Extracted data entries
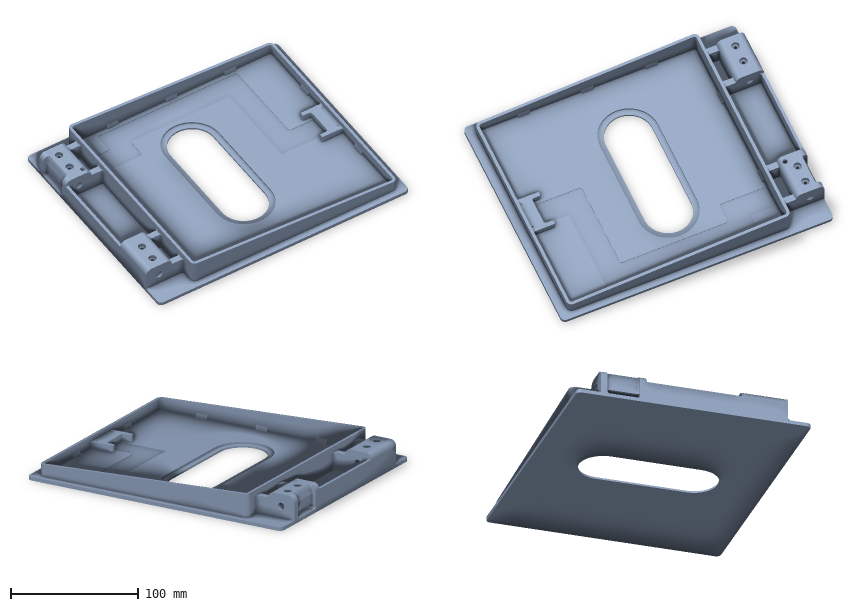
import cadquery as cq

PLATE_X = 194.0
PLATE_Y = 234.0
PLATE_Z = 3.0
PLATE_CORNER_R = 4.0
TOTAL_Z = 23.0
FRONT_Y = -PLATE_Y / 2

WALL = 2.5
FRAME_X = 183.0
FRAME_FRONT_Y = -82.5
FRAME_REAR_Y = 109.3
FRAME_REAR_Z = 13.0
FRAME_OUTER_R = 4.5
FRAME_INNER_R = FRAME_OUTER_R - WALL
FRAME_Y = FRAME_REAR_Y - FRAME_FRONT_Y
FRAME_CENTER_Y = (FRAME_REAR_Y + FRAME_FRONT_Y) / 2
INNER_X = FRAME_X / 2 - WALL
INNER_FRONT_Y = FRAME_FRONT_Y + WALL
INNER_REAR_Y = FRAME_REAR_Y - WALL

WINDOW_LENGTH = 115.0
WINDOW_WIDTH = 40.0
LEDGE_WIDTH = 5.0
LEDGE_Z = 1.5

CHANNEL_WIDTH = 19.0
CHANNEL_DEPTH = 0.5
CHANNEL_CORNER_R = 2.0
CHANNEL_LEFT_X = -85.5
CHANNEL_OUTLET_X = -68.0
CHANNEL_REAR_Y = 72.5
CHANNEL_OUTLET_Y = -58.0

BRACKET_X = 32.0
BRACKET_FRONT_Y = 87.3
BRACKET_TOP_Z = 9.0
BRACKET_LEG = 3.7
BRACKET_GAP_REAR_Y = 95.0
BRACKET_GAP_R = 2.0
BRACKET_TIP_R = 1.0
BRACKET_FOOT_R = 1.5
BRACKET_HOLE_D = 1.2
BRACKET_HOLE_X = 11.4
BRACKET_HOLE_Y = 104.7

WEDGE_LENGTH = 10.5
WEDGE_REACH = 1.5
WEDGE_HEIGHT = 4.0
WEDGE_X = 39.0
WEDGE_Y_PITCH = 55.0
WEDGE_Y_MIDDLE = 13.3

HINGE_X = 58.5
HINGE_WIDTH = 38.0
HINGE_REAR_Y = -92.7
HINGE_EDGE_R = 5.2
ARM_WIDTH = 5.5
ARM_TOP_Z = 18.0
ARM_ROOT_R = 1.5
PIN_D = 6.0
PIN_Y = -104.7
PIN_Z = 12.8

SCREW_SPACING = 15.2
SCREW_OFFSET_X = 1.8
SCREW_Y = -105.0
SCREW_HEAD_D = 6.5
SCREW_HEAD_DEPTH = 2.5
SCREW_D = 2.5

WIRE_HOLE_D = 4.0
WIRE_HOLE_X = -44.8
WIRE_HOLE_Y = -97.8

RECESS_WIDTH = HINGE_WIDTH - 2 * ARM_WIDTH
RECESS_DEPTH = 2.7
RECESS_CORNER_R = 2.0
RECESS_LEAN_Z = 15.6
RECESS_LIP_Z = 21.0
RECESS_LIP_DEPTH = 4.2
RECESS_TOP_DEPTH = HINGE_EDGE_R
TUNNEL_TOP_Z = 7.4

FRONT_WALL = 2.5
FRONT_WALL_ROOT_R = 1.5


def box(x_min, x_max, y_min, y_max, z_min, z_max):
    size = (x_max - x_min, y_max - y_min, z_max - z_min)
    return cq.Workplane("XY").box(*size, centered=False).translate((x_min, y_min, z_min))


def cylinder(x, y, diameter, z_min, z_max):
    return cq.Workplane("XY", origin=(x, y, z_min)).circle(diameter / 2).extrude(z_max - z_min)


def side_profile(points, x_min, x_max):
    """Extrude a YZ outline along X."""
    return cq.Workplane("YZ", origin=(x_min, 0, 0)).polyline(points).close().extrude(x_max - x_min)


def make_plate():
    plate = cq.Workplane("XY").rect(PLATE_X, PLATE_Y).extrude(PLATE_Z)
    return plate.edges("|Z").fillet(PLATE_CORNER_R)


def make_frame():
    ring = cq.Workplane("XY", origin=(0, FRAME_CENTER_Y, 0)).rect(FRAME_X, FRAME_Y).extrude(TOTAL_Z)
    ring = ring.edges("|Z").fillet(FRAME_OUTER_R)
    hollow = box(-INNER_X, INNER_X, INNER_FRONT_Y, INNER_REAR_Y, 0, TOTAL_Z)
    ring = ring.cut(hollow.edges("|Z").fillet(FRAME_INNER_R))
    slope = [(FRAME_FRONT_Y, 0), (FRAME_REAR_Y, 0), (FRAME_REAR_Y, FRAME_REAR_Z), (FRAME_FRONT_Y, TOTAL_Z)]
    return ring.intersect(side_profile(slope, -FRAME_X / 2, FRAME_X / 2))


def make_window():
    ledge_growth = 2 * LEDGE_WIDTH
    opening = cq.Workplane("XY").slot2D(WINDOW_LENGTH, WINDOW_WIDTH).extrude(PLATE_Z)
    ledge = cq.Workplane("XY", origin=(0, 0, LEDGE_Z))
    ledge = ledge.slot2D(WINDOW_LENGTH + ledge_growth, WINDOW_WIDTH + ledge_growth).extrude(PLATE_Z)
    return opening.union(ledge)


def make_channel():
    half = CHANNEL_WIDTH / 2
    outline = [
        (-half, BRACKET_GAP_REAR_Y),
        (-half, CHANNEL_REAR_Y),
        (CHANNEL_LEFT_X, CHANNEL_REAR_Y),
        (CHANNEL_LEFT_X, CHANNEL_OUTLET_Y),
        (CHANNEL_OUTLET_X, CHANNEL_OUTLET_Y),
        (CHANNEL_OUTLET_X, INNER_FRONT_Y),
        (CHANNEL_OUTLET_X + CHANNEL_WIDTH, INNER_FRONT_Y),
        (CHANNEL_OUTLET_X + CHANNEL_WIDTH, CHANNEL_OUTLET_Y + CHANNEL_WIDTH),
        (CHANNEL_LEFT_X + CHANNEL_WIDTH, CHANNEL_OUTLET_Y + CHANNEL_WIDTH),
        (CHANNEL_LEFT_X + CHANNEL_WIDTH, CHANNEL_REAR_Y - CHANNEL_WIDTH),
        (half, CHANNEL_REAR_Y - CHANNEL_WIDTH),
        (half, BRACKET_GAP_REAR_Y),
    ]
    channel = cq.Workplane("XY", origin=(0, 0, PLATE_Z - CHANNEL_DEPTH)).polyline(outline).close()
    return channel.extrude(CHANNEL_DEPTH).edges("|Z").fillet(CHANNEL_CORNER_R)


def root_fillet(corner_x, corner_y, side, radius, top_z):
    """Concave fillet in the corner between a wall facing -Y and a face facing +X (side 1) or -X (side -1)."""
    outer_x = corner_x + side * radius
    square = box(min(corner_x, outer_x), max(corner_x, outer_x), corner_y - radius, corner_y, 0, top_z)
    return square.cut(cylinder(outer_x, corner_y - radius, 2 * radius, 0, top_z))


def make_bracket():
    half = BRACKET_X / 2
    half_gap = half - BRACKET_LEG
    body = box(-half, half, BRACKET_FRONT_Y, INNER_REAR_Y, 0, BRACKET_TOP_Z)
    gap = box(-half_gap, half_gap, BRACKET_FRONT_Y, BRACKET_GAP_REAR_Y, 0, BRACKET_TOP_Z)
    bracket = body.cut(gap.edges("|Z and >Y").fillet(BRACKET_GAP_R))
    bracket = bracket.edges("|Z and <Y").fillet(BRACKET_TIP_R)
    for side in (-1, 1):
        bracket = bracket.union(root_fillet(side * half, INNER_REAR_Y, side, BRACKET_FOOT_R, BRACKET_TOP_Z))
        hole = cylinder(side * BRACKET_HOLE_X, BRACKET_HOLE_Y, BRACKET_HOLE_D, PLATE_Z, BRACKET_TOP_Z)
        bracket = bracket.cut(hole)
    return bracket


def make_wedge(x, y, turn):
    """Snap wedge against the wall at (x, y); with no turn it points toward -Y."""
    outline = [(0, PLATE_Z), (-WEDGE_REACH, PLATE_Z), (0, PLATE_Z + WEDGE_HEIGHT)]
    wedge = side_profile(outline, -WEDGE_LENGTH / 2, WEDGE_LENGTH / 2)
    return wedge.rotate((0, 0, 0), (0, 0, 1), turn).translate((x, y, 0))


def make_wedges():
    wedges = cq.Workplane("XY")
    for x in (-WEDGE_X, WEDGE_X):
        wedges = wedges.add(make_wedge(x, INNER_REAR_Y, 0))
        wedges = wedges.add(make_wedge(x, INNER_FRONT_Y, 180))
    for step in (-1, 0, 1):
        y = WEDGE_Y_MIDDLE + step * WEDGE_Y_PITCH
        wedges = wedges.add(make_wedge(INNER_X, y, -90))
        wedges = wedges.add(make_wedge(-INNER_X, y, 90))
    return wedges.combine()


def make_hinge(center_x):
    x_min = center_x - HINGE_WIDTH / 2
    x_max = center_x + HINGE_WIDTH / 2
    hinge = box(x_min, x_max, FRONT_Y, HINGE_REAR_Y, 0, TOTAL_Z)
    hinge = hinge.edges("|X and >Z").fillet(HINGE_EDGE_R)
    for arm_x in (x_min, x_max - ARM_WIDTH):
        arm = box(arm_x, arm_x + ARM_WIDTH, HINGE_REAR_Y, FRAME_FRONT_Y, 0, ARM_TOP_Z)
        hinge = hinge.union(arm)
        hinge = hinge.union(root_fillet(arm_x, FRAME_FRONT_Y, -1, ARM_ROOT_R, ARM_TOP_Z))
        hinge = hinge.union(root_fillet(arm_x + ARM_WIDTH, FRAME_FRONT_Y, 1, ARM_ROOT_R, ARM_TOP_Z))
    return hinge


def make_hinge_holes():
    pin = cq.Workplane("YZ", origin=(-PLATE_X / 2, PIN_Y, PIN_Z)).circle(PIN_D / 2).extrude(PLATE_X)
    holes = pin.union(cylinder(WIRE_HOLE_X, WIRE_HOLE_Y, WIRE_HOLE_D, PLATE_Z, TOTAL_Z))
    for side in (-1, 1):
        for step in (-0.5, 0.5):
            x = side * (HINGE_X + SCREW_OFFSET_X) + step * SCREW_SPACING
            holes = holes.union(cylinder(x, SCREW_Y, SCREW_D, PIN_Z, TOTAL_Z))
            holes = holes.union(cylinder(x, SCREW_Y, SCREW_HEAD_D, TOTAL_Z - SCREW_HEAD_DEPTH, TOTAL_Z))
    return holes


def make_recess():
    half = RECESS_WIDTH / 2
    profile = [
        (FRONT_Y, TUNNEL_TOP_Z),
        (FRONT_Y + RECESS_DEPTH, TUNNEL_TOP_Z),
        (FRONT_Y + RECESS_DEPTH, RECESS_LEAN_Z),
        (FRONT_Y + RECESS_LIP_DEPTH, RECESS_LIP_Z),
        (FRONT_Y + RECESS_TOP_DEPTH, TOTAL_Z),
        (FRONT_Y, TOTAL_Z),
    ]
    recess = side_profile(profile, -half, half)
    rear_corners = cq.selectors.BoxSelector(
        (-PLATE_X, FRONT_Y + RECESS_DEPTH / 2, 0),
        (PLATE_X, FRAME_FRONT_Y, TOTAL_Z),
    )
    side_edges = recess.edges("not |X").edges("not |Y")
    recess = side_edges.edges(rear_corners).fillet(RECESS_CORNER_R)
    tunnel = box(-half, half, FRONT_Y, HINGE_REAR_Y, PLATE_Z, TUNNEL_TOP_Z)
    tunnel = tunnel.edges("|Y and <Z").fillet(RECESS_CORNER_R)
    return recess.union(tunnel).translate((-HINGE_X, 0, 0))


def make_front_wall():
    inner_x = HINGE_X - HINGE_WIDTH / 2
    rear_y = FRONT_Y + FRONT_WALL
    wall = box(-inner_x, inner_x, FRONT_Y, rear_y + FRONT_WALL_ROOT_R, 0, ARM_TOP_Z)
    room = box(-inner_x, inner_x, rear_y, FRAME_FRONT_Y, 0, ARM_TOP_Z)
    return wall.cut(room.edges("|Z and <Y").fillet(FRONT_WALL_ROOT_R))


result = make_plate().cut(make_channel()).union(make_frame()).cut(make_window())
result = result.union(make_bracket()).union(make_wedges())
result = result.union(make_front_wall()).union(make_hinge(-HINGE_X)).union(make_hinge(HINGE_X))
result = result.cut(make_hinge_holes()).cut(make_recess())

Directions:
The required output is the exact run of lines from the start of the records through the line containing "WINDOW_LENGTH = 115.0", both ends included, with no pictures.

Task result:
import cadquery as cq

PLATE_X = 194.0
PLATE_Y = 234.0
PLATE_Z = 3.0
PLATE_CORNER_R = 4.0
TOTAL_Z = 23.0
FRONT_Y = -PLATE_Y / 2

WALL = 2.5
FRAME_X = 183.0
FRAME_FRONT_Y = -82.5
FRAME_REAR_Y = 109.3
FRAME_REAR_Z = 13.0
FRAME_OUTER_R = 4.5
FRAME_INNER_R = FRAME_OUTER_R - WALL
FRAME_Y = FRAME_REAR_Y - FRAME_FRONT_Y
FRAME_CENTER_Y = (FRAME_REAR_Y + FRAME_FRONT_Y) / 2
INNER_X = FRAME_X / 2 - WALL
INNER_FRONT_Y = FRAME_FRONT_Y + WALL
INNER_REAR_Y = FRAME_REAR_Y - WALL

WINDOW_LENGTH = 115.0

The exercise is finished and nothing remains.